6. You are the president of SFera, which, as is often repeated, is run by women. How’s that working out for you?

You mean how do I live with the gender inequality? That’s not an issue. Surviving in a group of control freaks we all are is the real achievement.

7. Who are you favourite authors?

That’s a tough one. I usually get hooked by a novel or series, so whomever I mention, I will continue going on. Let’s say Terry Pratchett and Neil Gaiman. And I’ll read anything from Phil and Kaja Foglio.

8. What’s the best SF book you have read last year?

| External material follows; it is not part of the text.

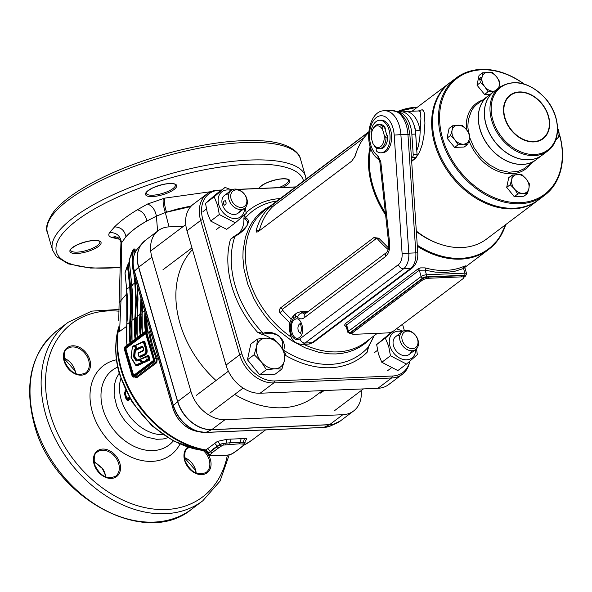 <?xml version="1.0" encoding="UTF-8"?>
<svg xmlns="http://www.w3.org/2000/svg" width="592" height="592" viewBox="0 0 592 592"><rect width="100%" height="100%" fill="white"/><g stroke="black" fill="none" stroke-linecap="round" stroke-linejoin="round"><path stroke-width="0.89" d="M228.793 194.021A11.181 8.295 53 0 0 222.37 204.625A11.181 8.295 53 0 0 231.627 214.156A11.181 8.295 53 0 0 240.463 209.516M235.335 222.814L226.677 229.333L210.663 221.045L207.289 212.794L205.52 203.337L216.391 193.924L225.041 187.405L214.171 196.825L217.545 205.069L219.314 214.526L235.335 222.814L246.205 213.401L245.332 207.614M231.805 189.951L225.041 187.405M231.102 190.432A15.651 11.611 53 0 0 218.788 204.773A15.651 11.611 53 0 0 233.426 218.455A15.651 11.611 53 0 0 244.555 208.288M205.52 203.337L214.171 196.825M210.663 221.045L219.314 214.526M399.94 335.264A11.181 8.295 53 0 0 393.525 345.869A11.181 8.295 53 0 0 402.775 355.4A11.181 8.295 53 0 0 411.61 350.76M393.554 331.009L385.318 338.069L388.692 346.313L390.461 355.77L406.482 364.058L397.831 370.577L381.81 362.289L378.436 354.038L376.667 344.581L391.963 331.838M406.482 364.058L417.353 354.645L416.479 348.858M402.249 331.675A15.651 11.611 53 0 0 389.936 346.017A15.651 11.611 53 0 0 404.573 359.699A15.651 11.611 53 0 0 415.702 349.532M402.952 331.194L396.551 328.767M381.81 362.289L390.461 355.77M376.667 344.581L385.318 338.069M257.498 339.046L256.647 346.276A16.768 12.439 53 0 0 257.069 354.016A16.768 12.439 53 0 0 261.102 361.608L266.407 369.711L259.681 374.78L275.206 374.129L281.925 369.06L284.382 360.632L285.233 353.402L279.927 345.299L273.016 338.395L266.06 338.121L257.498 339.046L250.771 344.115L247.463 359.773L259.681 374.78M266.407 369.711L274.969 368.786A16.768 12.439 53 0 0 284.382 360.632A16.768 12.439 53 0 0 279.927 345.299A16.768 12.439 53 0 0 266.06 338.121A16.768 12.439 -127 0 0 256.647 346.276L254.19 354.704L247.463 359.773M254.19 354.704L261.102 361.608A16.768 12.439 53 0 0 274.969 368.786L281.925 369.06M322.499 390.624L314.441 396.692A95.815 71.092 -127 0 1 234.684 394.442M216.006 380.515A95.815 71.092 -127 0 1 179.975 323.373A95.815 71.092 -127 0 1 192.459 249.602M412.469 348.651A9.583 7.111 53 0 0 417.604 339.564A9.583 7.111 53 0 0 407.377 331.128A9.583 7.111 53 0 0 402.242 340.208A9.583 7.111 53 0 0 412.469 348.651M412.039 350.753A11.181 8.295 -127 0 1 401.05 343.293A11.181 8.295 -127 0 1 402.338 331.601A11.181 8.295 -127 0 1 406.097 330.306A11.181 8.295 -127 0 1 417.086 337.773A11.181 8.295 -127 0 1 415.791 349.458A11.181 8.295 -127 0 1 412.039 350.753M223.399 203.848L224.642 205.239L225.937 204.529L226.144 202.834L225.241 200.644L223.783 201.221L223.399 203.848M241.321 207.407A9.583 7.111 53 0 0 246.457 198.32A9.583 7.111 53 0 0 236.23 189.884A9.583 7.111 53 0 0 231.095 198.964A9.583 7.111 53 0 0 241.321 207.407M240.892 209.509A11.181 8.295 -127 0 1 229.903 202.05A11.181 8.295 -127 0 1 231.191 190.358A11.181 8.295 -127 0 1 234.95 189.063A11.181 8.295 -127 0 1 245.939 196.529A11.181 8.295 -127 0 1 244.644 208.214A11.181 8.295 -127 0 1 240.892 209.509M422.118 280.356L421.778 279.187L352.514 331.372L352.854 332.541A4.788 1.465 163.8 0 0 352.092 333.718A4.788 1.465 163.8 0 0 354.127 334.31L387.412 332.919A4.788 1.465 163.8 0 0 393.821 330.824L463.085 278.64A4.788 1.465 163.8 0 0 463.847 277.463A4.788 1.465 163.8 0 0 461.812 276.871L428.527 278.262A4.788 1.465 163.8 0 0 422.118 280.356L352.854 332.541M461.812 276.871L461.471 275.702L428.186 277.093L428.527 278.262M352.092 333.718L351.752 332.549A4.788 1.465 -16.2 0 1 352.514 331.372M421.778 279.187A4.788 1.465 -16.2 0 1 428.186 277.093M461.471 275.702A4.788 1.465 -16.2 0 1 463.506 276.301L463.847 277.463M422.851 277.929L350.161 332.682A1.598 1.184 -127 0 1 348.459 331.276L346.616 324.949L346.261 325.319L346.068 326.192L347.822 332.26A3.996 1.221 -16.2 0 1 348.459 331.276L421.149 276.523A3.996 1.221 -16.2 0 1 426.484 274.777A1.598 0.955 87.6 0 1 426.055 276.878A2.398 0.733 163.8 0 0 422.851 277.929A1.598 1.184 -127 0 1 421.149 276.523L419.306 270.196L346.616 324.949A1.598 1.184 53 0 0 345.388 323.617L418.078 268.857L420.601 267.88L424.96 267.88L425.951 268.095L425.137 270.152L419.306 270.196A1.598 1.184 53 0 0 418.078 268.857M346.298 327.013L344.559 325.171L345.388 323.617M425.951 268.095A83.043 61.612 53 0 0 445.695 270.411A83.043 61.612 53 0 0 463.632 266.511C465.845 265.571 466.148 265.704 464.55 266.911M464.113 268.317L454.737 271.314L445.265 272.512L435.327 272.12L425.137 270.152L426.484 274.777L464.89 273.171A1.598 0.955 87.6 0 1 464.461 275.273L426.055 276.878M463.632 266.511L463.551 268.546L464.89 273.171A3.996 1.221 -16.2 0 1 466.585 273.667L465.638 275.976A1.598 1.184 -127 0 1 465.097 276.161A2.398 0.733 163.8 0 0 464.461 275.273M368.039 348.029L367.262 352.092L368.631 346.32L374.181 335.694M244.659 214.141L245.266 218.048C252.466 219.528 246.109 230.702 234.92 236.341A89.629 66.504 53 0 0 263.077 333.259L263.44 334.11L261.797 334.31L257.505 332.208L263.077 333.259C274.814 329.219 287.342 339.63 283.672 350.249L283.405 350.212M285.196 354.49L285.729 355.503L285.174 354.86M368.638 346.69A89.629 66.504 53 0 1 330.758 364.332A89.629 66.504 53 0 1 283.672 350.249L283.76 350.804M282.71 349.117L282.214 341.044L280.445 337.677L279.032 336.256L276.39 334.687L273.423 333.821L267.377 333.585L263.44 334.11M234.92 236.341L230.488 239.212L241.721 231.28L246.96 225.663L247.678 222.155L246.176 219.958L243.897 218.374L244.437 214.992M240.485 232.242L233.47 236.807M276.967 200.984A89.629 66.504 53 0 0 245.266 218.048L244.548 218.966M238.265 233.833A27.868 20.676 53 0 0 243.897 218.374M270.44 338.15A27.868 20.676 53 0 0 261.797 334.31M221.415 190.136L219.366 190.224A30.821 22.866 53 0 0 202.849 219.44L241.876 353.787A30.821 22.866 53 0 0 274.777 380.937L392.555 376.009A30.821 22.866 53 0 0 409.679 361.808L409.316 363.281A31.938 23.695 -127 0 1 402.308 374.299L388.626 384.608A31.938 23.695 -127 0 1 377.888 388.3L260.11 393.236A31.938 23.695 -127 0 1 226.018 365.101L186.983 230.754A31.938 23.695 -127 0 1 193.369 204.173L207.052 193.865A31.938 23.695 -127 0 1 217.789 190.165L221.586 190.01M402.308 374.299A31.938 23.695 -127 0 1 391.571 377.992L273.793 382.928A31.938 23.695 -127 0 1 239.701 354.793L200.666 220.446A31.938 23.695 -127 0 1 207.052 193.865M231.035 189.61L232.641 189.544M237.481 189.344L295.66 186.909M295.489 187.035L237.866 189.447M232.33 189.684L231.287 189.721M409.679 361.808A30.821 22.866 53 0 0 409.819 361.238M404.373 330.588L402.53 324.261M355.03 156.392L351.707 161.157L257.949 231.783L256.639 232.116L256.062 230.947C258.534 221.438 263.04 213.468 269.589 207.022L367.78 132.734L368.557 132.467L364.124 137.492L360.395 143.16L357.353 149.465L355.03 156.392M354.63 157.213A83.043 61.612 -127 0 1 355.555 154.364L356.414 151.944M363.895 137.803L272.712 206.615L269.589 207.022M272.712 206.615A83.043 61.612 53 0 0 259.437 230.103L256.062 230.947M259.437 230.103L259.784 230.51M378.799 238.199L377.526 238.953L376.268 238.583L282.621 309.128L282.747 310.356L279.831 312.746L279.276 310.23L280.268 308.114L373.907 237.57L378.799 238.199L388.581 248.004M388.204 249.565A83.043 61.612 -127 0 1 377.526 238.953M289.88 322.958L279.831 312.746M282.747 310.356A83.043 61.612 53 0 0 291.249 319.029M439.567 243.993A71.861 53.324 -127 0 1 416.346 231.494M372.649 129.596L373.071 128.723A12.136 7.245 87.6 0 1 378.288 124.475A12.136 7.245 87.6 0 1 382.839 126.851L382.721 130.003A10.856 6.482 -92.4 0 0 372.649 129.596A10.856 6.482 -92.4 0 0 371.436 138.506L372.819 143.294A10.856 6.482 -92.4 0 0 373.256 144.1A10.856 6.482 -92.4 0 0 380.937 146.35A10.856 6.482 -92.4 0 0 384.112 134.784L382.721 130.003M373.315 144.196L374.751 146.357A12.136 7.245 87.6 0 0 379.302 148.733A12.136 7.245 87.6 0 0 386.036 137.855L384.112 134.784M379.302 148.733L380.841 148.666A12.136 7.245 -92.4 0 0 387.575 137.795L384.378 126.784L382.839 126.851M386.036 137.855L387.575 137.795M384.378 126.784A12.136 7.245 -92.4 0 0 379.827 124.416L378.288 124.475M387.146 136.308A7.985 4.766 -92.4 0 0 387.057 135.183M416.109 140.393L415.606 131.024A20.757 12.388 -92.4 0 0 413.756 124.35M416.309 231.043A73.46 54.508 53 0 0 486.565 239.042L537.876 200.385A73.46 54.508 -127 0 1 434.787 144.174A73.46 54.508 -127 0 1 449.476 83.035A73.46 54.508 -127 0 1 449.913 82.71M538.291 200.066A73.46 54.508 -127 0 1 537.876 200.385M402.708 111.925L405.194 111.525A23.954 14.297 87.6 0 1 420.009 130.218A3.197 0.496 170.9 0 0 415.606 131.024M418.337 110.97L422.237 109.72L423.583 110.845L424.39 113.227L424.915 123.217L423.961 135.649L422.296 144.389L419.558 152.181L415.702 158.16L411.669 161.394M416.783 150.553L418.426 145.906L419.787 138.18L420.905 118.489L420.483 111.94L419.121 110.941L405.194 111.525M411.455 158.168L412.15 157.642A3.197 1.909 -92.4 0 0 413.201 154.512L411.847 134.229A23.954 14.297 -92.4 0 0 398.09 111.947M413.201 154.512L417.042 154.349L415.688 134.066A23.954 14.297 -92.4 0 0 400.451 111.725L397.861 111.829M411.625 160.772L415.991 157.479L412.15 157.642M417.042 154.349A3.197 1.909 87.6 0 1 415.991 157.479M386.731 134.895A2.22 1.325 87.6 0 1 387.494 136.064A2.22 1.325 87.6 0 1 387.634 137.055A12.217 7.289 87.6 0 1 386.065 144.522A2.22 1.325 87.6 0 1 385.784 144.951M379.82 124.416A2.22 1.325 87.6 0 1 380.131 124.335A2.22 1.325 87.6 0 1 380.205 124.335A12.217 7.289 87.6 0 1 384.77 127.184A2.22 1.325 87.6 0 1 385.148 127.99A2.22 1.325 87.6 0 1 385.222 129.685M376.542 147.956A2.22 1.325 -92.4 0 0 377.06 151.611A16.287 9.724 -92.4 0 0 381.011 152.817A16.287 9.724 -92.4 0 0 389.055 129.974A16.287 9.724 -92.4 0 0 379.65 120.265A16.287 9.724 -92.4 0 0 371.051 130.936A2.22 1.325 -92.4 0 0 371.502 133.385M381.011 152.817L382.55 152.751A16.287 9.724 -92.4 0 0 390.594 129.907A16.287 9.724 -92.4 0 0 381.189 120.198L379.65 120.265M494.068 91.434A39.923 29.622 53 0 0 494.024 91.464L488.037 95.971A39.923 29.622 53 0 0 480.053 129.204A39.923 29.622 53 0 0 536.086 159.751L542.072 155.237A39.923 29.622 53 0 0 542.117 155.208M494.024 91.464A39.923 29.622 53 0 0 486.039 124.69A39.923 29.622 53 0 0 542.072 155.237M555.829 139.69A10.382 7.703 53 0 0 556.835 138.994A10.382 7.703 53 0 0 558.604 130.595A10.382 7.703 53 0 0 557.568 128.079M555.74 139.934L559.706 136.449L557.56 127.665M480.016 79.883A1.598 0.585 -62.6 0 0 481.015 78.388A1.598 0.585 -62.6 0 0 481.022 77.167A1.598 0.585 -62.6 0 0 480.563 77.293A1.598 0.585 -62.6 0 0 479.564 78.788A1.598 0.585 -62.6 0 0 479.557 80.009A1.598 0.585 -62.6 0 0 480.016 79.883M498.516 88.082A10.382 7.703 53 0 0 499.211 86.158A10.382 7.703 53 0 0 496.459 76.664A10.382 7.703 53 0 0 487.867 72.217A10.382 7.703 53 0 0 482.043 77.271A10.382 7.703 53 0 0 484.804 86.758L488.082 91.782L493.388 91.205A10.382 7.703 -127 0 1 484.804 86.758L480.526 82.488L476.997 85.144L484.559 94.431L490.413 94.187M494.401 91.175L493.388 91.205A10.382 7.703 53 0 0 494.572 91.05M498.797 87.868L499.744 81.681L496.459 76.664L492.181 72.394L482.569 72.794L482.043 77.271L480.526 82.488M488.082 91.782L484.559 94.431M482.569 72.794L479.046 75.45L476.997 85.144M467.732 144.367L463.425 144.189A10.382 7.703 53 0 0 469.256 139.142L469.782 134.673L466.496 129.648A10.382 7.703 53 0 0 457.912 125.208A10.382 7.703 53 0 0 452.081 130.255A10.382 7.703 53 0 0 454.841 139.749L458.127 144.766L463.425 144.189A10.382 7.703 -127 0 1 454.841 139.749L450.564 135.472L447.041 138.128L454.604 147.423L464.209 147.016L467.732 144.367L469.256 139.142A10.382 7.703 53 0 0 466.496 129.648L462.219 125.378L452.606 125.785L452.081 130.255L450.564 135.472M458.127 144.766L454.604 147.423M452.606 125.785L449.084 128.434L447.041 138.128M527.391 193.599L523.084 193.421A10.382 7.703 53 0 0 528.915 188.374L529.44 183.905L526.155 178.888A10.382 7.703 53 0 0 517.571 174.44A10.382 7.703 53 0 0 511.74 179.487A10.382 7.703 53 0 0 514.5 188.981L517.785 193.998L523.084 193.421A10.382 7.703 -127 0 1 514.5 188.981L510.223 184.711L506.7 187.361L514.263 196.655L523.868 196.248L527.391 193.599L528.915 188.374A10.382 7.703 53 0 0 526.155 178.888L521.878 174.61L512.265 175.017L511.74 179.487L510.223 184.711M517.785 193.998L514.263 196.655M512.265 175.017L508.743 177.667L506.7 187.361M456.314 77.885L450.327 82.392A73.46 54.508 53 0 0 439.086 95.312A73.46 54.508 53 0 0 458.4 182.595A73.46 54.508 53 0 0 538.735 199.741L544.721 195.234A73.46 54.508 -127 0 1 464.387 178.081A73.46 54.508 -127 0 1 445.073 90.805A73.46 54.508 -127 0 1 456.314 77.885A73.46 54.508 -127 0 1 524.001 83.938M523.705 83.849A72.661 53.916 53 0 0 446.102 90.976A72.661 53.916 53 0 0 473.408 184.941A72.661 53.916 53 0 0 555.784 181.492A72.661 53.916 53 0 0 559.514 134.909M559.359 133.918A73.46 54.508 -127 0 1 555.962 182.314A73.46 54.508 -127 0 1 544.721 195.234M536.041 159.781A39.923 29.622 -127 0 1 535.997 159.818A39.923 29.622 -127 0 1 492.344 150.494A39.923 29.622 -127 0 1 481.844 103.06A39.923 29.622 -127 0 1 487.956 96.037A39.923 29.622 -127 0 1 488 96.008M553.823 143.967A39.923 29.622 -127 0 1 547.711 150.99L542.154 155.178A39.923 29.622 -127 0 1 498.501 145.854A39.923 29.622 -127 0 1 488 98.42A39.923 29.622 -127 0 1 494.113 91.397L499.67 87.216A39.923 29.622 -127 0 0 493.558 94.232A39.923 29.622 -127 0 0 504.058 141.673A39.923 29.622 -127 0 0 547.711 150.99C561.712 141.192 560.424 115.233 545.521 98.538C529.825 82.288 514.544 78.514 499.67 87.216M141.695 351.685L138.232 353.217L138.757 356.11L139.201 356.458L143.501 354.534C145.898 353.727 146.483 351.5 145.247 347.844L143.323 342.006L135.938 345.321L135.79 345.906L136.819 348.644L142.124 346.261L143.338 347.852C143.893 350.146 143.345 351.426 141.695 351.685L143.604 350.212M136.145 344.899L143.923 341.14L144.84 341.865L143.59 341.577L144.204 342.058L145.824 347.659C147.075 351.567 146.446 353.994 143.93 354.934L143.989 354.934C146.601 354.038 147.23 351.611 145.891 347.652L144.263 342.058L143.656 341.577M134.532 345.994L132.356 347.208L131.084 357.642L135.642 364.99L141.399 362.644L139.453 360.121L136.73 361.024L135.96 360.683L133.637 356.946L134.095 350.59L135.561 348.732L134.532 345.994L134.806 345.565L135.413 346.046L136.138 348.547L135.834 349.717L136.204 348.54L134.865 345.558M147.778 359.721L147.142 359.144L146.772 360.802L147.208 359.137M147.763 356.495L140.474 359.366L142.82 361.956L146.35 360.395L146.912 358.782L147.8 359.588L148.444 359.47L147.763 356.495L148.407 356.31L147.8 355.829M93.891 461.346A15.17 11.255 -127 0 1 94.187 461.464L102.372 468.22A15.17 11.255 -127 0 1 105.073 473.829A15.17 11.255 -127 0 1 105.665 476.974M146.92 318.799A92.944 68.961 53 0 0 147.608 331.083L149.036 330.995L149.872 332.756A92.944 68.961 53 0 0 152.736 345.536A92.944 68.961 53 0 0 157.28 358.241L156.251 358.7L151.67 345.883L148.784 333L147.193 331.675M130.233 399.038L128.02 400.703L126.303 399.644A2.205 0.555 159.8 0 0 126.636 399.297L126.555 398.66A40.36 29.94 -127 0 1 125.667 395.915A40.36 29.94 -127 0 1 124.956 393.169L124.786 392.903A2.205 0.784 -12 0 1 124.453 393.288L125.615 390.32M126.54 326.444L119.591 331.424L118.711 327.065A3.197 1.791 -168.6 0 0 118.504 327.502L118.193 328.804M205.572 450.571L204.817 450.371L205.402 450.29A92.626 68.731 -127 0 1 120.99 369.63A92.626 68.731 -127 0 1 118.504 327.502L118.807 326.762L119.591 331.424L120.997 300.492L127.095 293.447M102.372 468.22L93.728 461.42M213.653 455.744A1.362 0.895 -89.9 0 0 214.015 455.862L210.486 455.855L208.014 454.464A4.632 1.413 -16.2 0 1 208.547 453.487L210.722 451.615A71.861 21.948 -16.2 0 1 213.86 449.099A71.861 21.948 -16.2 0 1 217.434 446.56L217.301 446.116L213.712 448.603L208.969 452.643L205.927 449.972L217.412 441.395L227.017 439.279L244.415 438.546C247.093 438.198 247.567 438.746 245.835 440.211L245.162 440.759M157.28 358.241L156.821 362.615L137.233 377.37L136.005 377.607L135.02 377.052M183.505 226.285L169.046 226.891A31.938 23.695 53 0 0 158.308 230.584A31.938 23.695 53 0 0 151.922 257.165L190.957 391.512A31.938 23.695 53 0 0 225.049 419.647L342.827 414.711A31.938 23.695 53 0 0 353.557 411.018A31.938 23.695 53 0 0 361.164 390.616M157.59 231.124L156.414 216.139C155.119 209.731 152.159 205.69 147.526 204.033L164.628 198.15L210.9 191.66M190.787 206.556L165.316 212.535L156.414 216.139L146.897 221.008C138.032 226.011 131.047 231.257 125.933 236.756L120.909 243.697C121.293 242.165 120.354 240.137 118.089 237.621L115.129 236.667L111.562 237.377C108.684 236.423 108.055 234.809 109.668 232.515L114.567 226.884C120.154 221.267 127.724 215.577 137.285 209.812L147.526 204.033M109.668 232.515C116.506 232.515 120.42 235.838 121.412 242.476L120.997 300.492L119.118 302.867L118.755 320.331M133.762 249.624L134.021 248.781L136.182 250.608M163.296 198.446C162.733 201.761 163.407 206.46 165.316 212.535L169.06 226.884M141.806 301.202L140.911 314.507A94.098 69.819 53 0 0 141.022 334.621M141.54 300.285L140.644 314.256A94.431 70.071 53 0 0 140.77 334.806M132.808 263.751L131.676 252.947L133.156 249.713L135.457 251.889M135.287 278.743L135.738 283.035L135.783 318.378A94.098 69.819 53 0 0 135.894 338.483M132.46 251.829L133.222 259.141M134.85 277.256L136.441 300.803L135.516 318.119A94.431 70.071 53 0 0 135.642 338.676M129.937 342.968A94.883 70.396 -127 0 1 129.774 322.004L130.691 304.739L129.707 286.898L127.465 265.638L128.249 264.528L130.61 286.898L130.647 322.24A94.098 69.819 53 0 0 130.758 342.346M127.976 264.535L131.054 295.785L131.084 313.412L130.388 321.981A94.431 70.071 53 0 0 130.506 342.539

“The Stories – Five years of original fiction on Tor.com”. It probably does not really count as an answer, since I’m still reading it, and I probably will keep reading it in 2015, between other books.

SFeraKon 2013 Photo by Miroslav Šilovic
SFeraKon 2013
Photo by Miroslav Šilovic

9. At Croatian cons you are also well known as the GUFF auctioneer. How did that come about?

You did not let me go away after the first one? 🙂
I had some stuff for that first auction and had a good idea how to spin a story on them. So I volunteered to be the auctioneer that time. Nobody expected anything big, I think. People reacted great, actively joined the performance and everyone had fun. Aaaaand… you conscripted me for the future.